What to do: Below are records to be transcribed exactly; any pictures should be left out.

(Data supplied Opens)

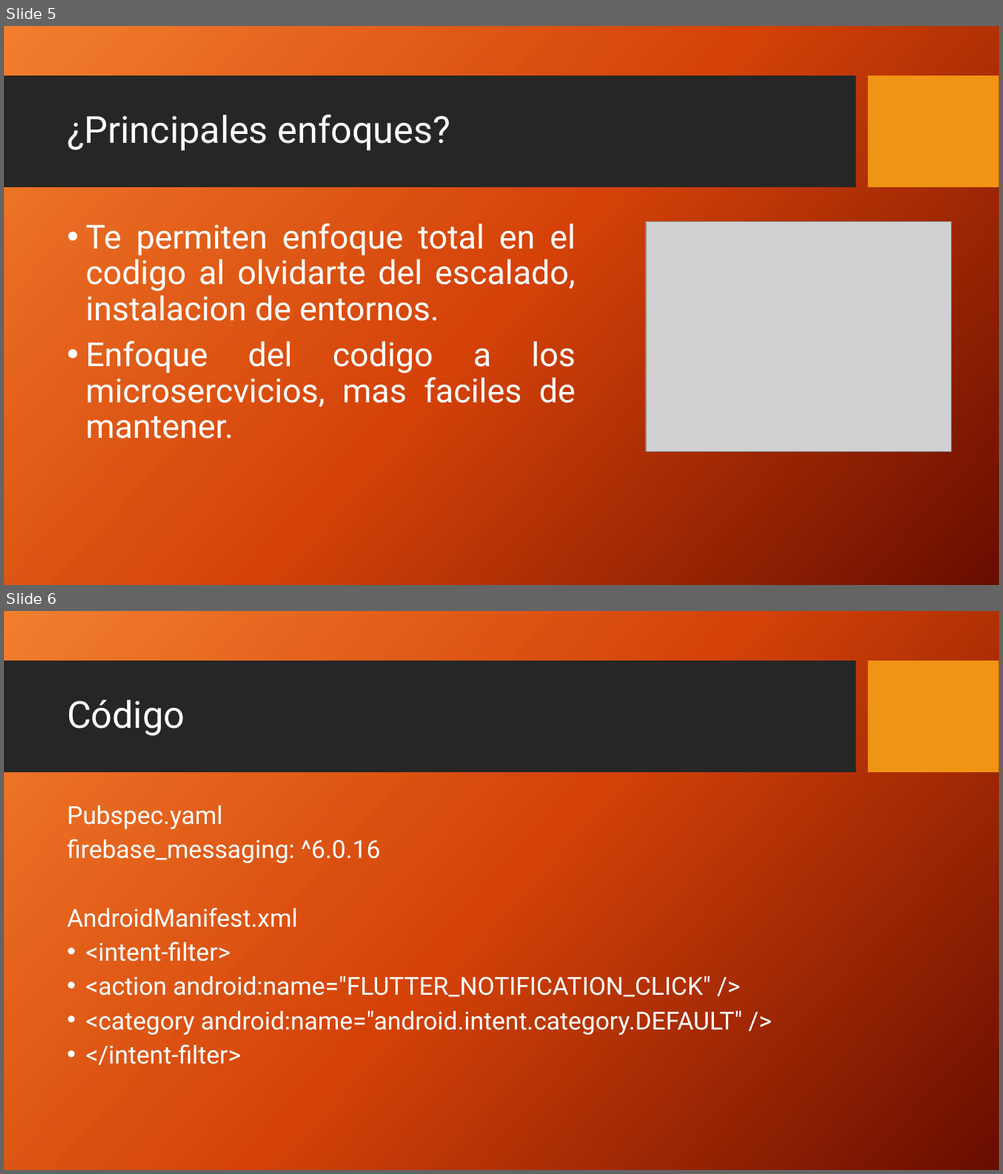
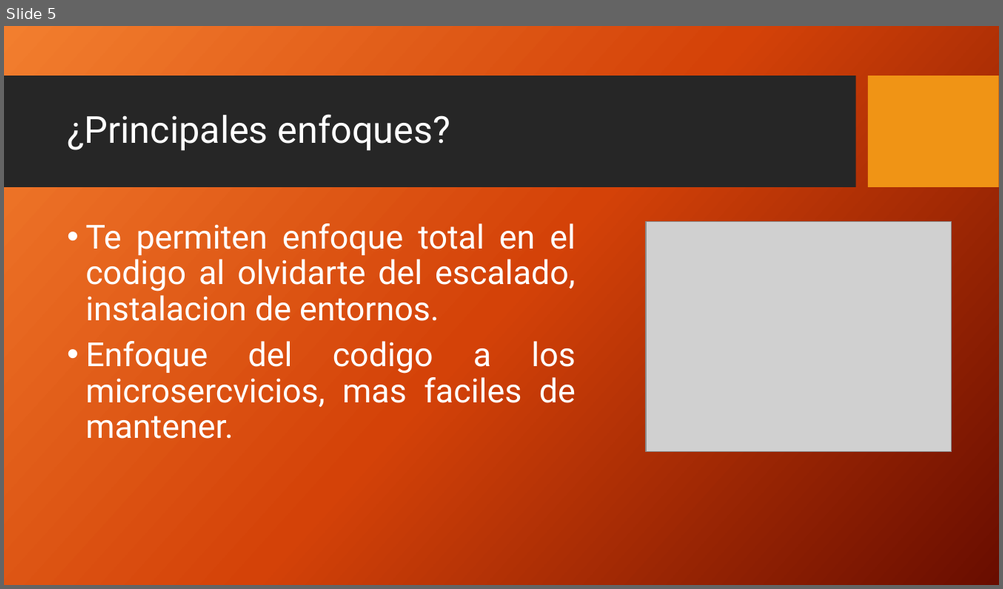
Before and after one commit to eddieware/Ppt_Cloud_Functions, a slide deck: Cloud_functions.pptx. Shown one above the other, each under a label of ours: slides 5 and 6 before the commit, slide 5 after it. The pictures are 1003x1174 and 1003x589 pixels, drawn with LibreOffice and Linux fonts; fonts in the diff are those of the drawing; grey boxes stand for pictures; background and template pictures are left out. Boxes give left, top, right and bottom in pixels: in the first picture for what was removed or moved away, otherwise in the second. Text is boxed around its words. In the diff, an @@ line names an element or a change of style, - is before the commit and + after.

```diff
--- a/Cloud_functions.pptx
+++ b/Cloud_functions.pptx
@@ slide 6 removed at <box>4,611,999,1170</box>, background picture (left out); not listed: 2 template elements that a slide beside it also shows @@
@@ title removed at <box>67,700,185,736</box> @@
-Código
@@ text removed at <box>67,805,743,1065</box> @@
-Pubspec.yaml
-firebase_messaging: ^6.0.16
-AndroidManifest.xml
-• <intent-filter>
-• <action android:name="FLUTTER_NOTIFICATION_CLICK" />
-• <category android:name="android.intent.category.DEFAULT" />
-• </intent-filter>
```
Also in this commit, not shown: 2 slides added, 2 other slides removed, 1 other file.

(Data supplied Closes)

Task result:
Before and after one commit to eddieware/Ppt_Cloud_Functions, a slide deck: Cloud_functions.pptx. Shown one above the other, each under a label of ours: slides 5 and 6 before the commit, slide 5 after it. The pictures are 1003x1174 and 1003x589 pixels, drawn with LibreOffice and Linux fonts; fonts in the diff are those of the drawing; grey boxes stand for pictures; background and template pictures are left out. Boxes give left, top, right and bottom in pixels: in the first picture for what was removed or moved away, otherwise in the second. Text is boxed around its words. In the diff, an @@ line names an element or a change of style, - is before the commit and + after.

```diff
--- a/Cloud_functions.pptx
+++ b/Cloud_functions.pptx
@@ slide 6 removed at <box>4,611,999,1170</box>, background picture (left out); not listed: 2 template elements that a slide beside it also shows @@
@@ title removed at <box>67,700,185,736</box> @@
-Código
@@ text removed at <box>67,805,743,1065</box> @@
-Pubspec.yaml
-firebase_messaging: ^6.0.16
-AndroidManifest.xml
-• <intent-filter>
-• <action android:name="FLUTTER_NOTIFICATION_CLICK" />
-• <category android:name="android.intent.category.DEFAULT" />
-• </intent-filter>
```
Also in this commit, not shown: 2 slides added, 2 other slides removed, 1 other file.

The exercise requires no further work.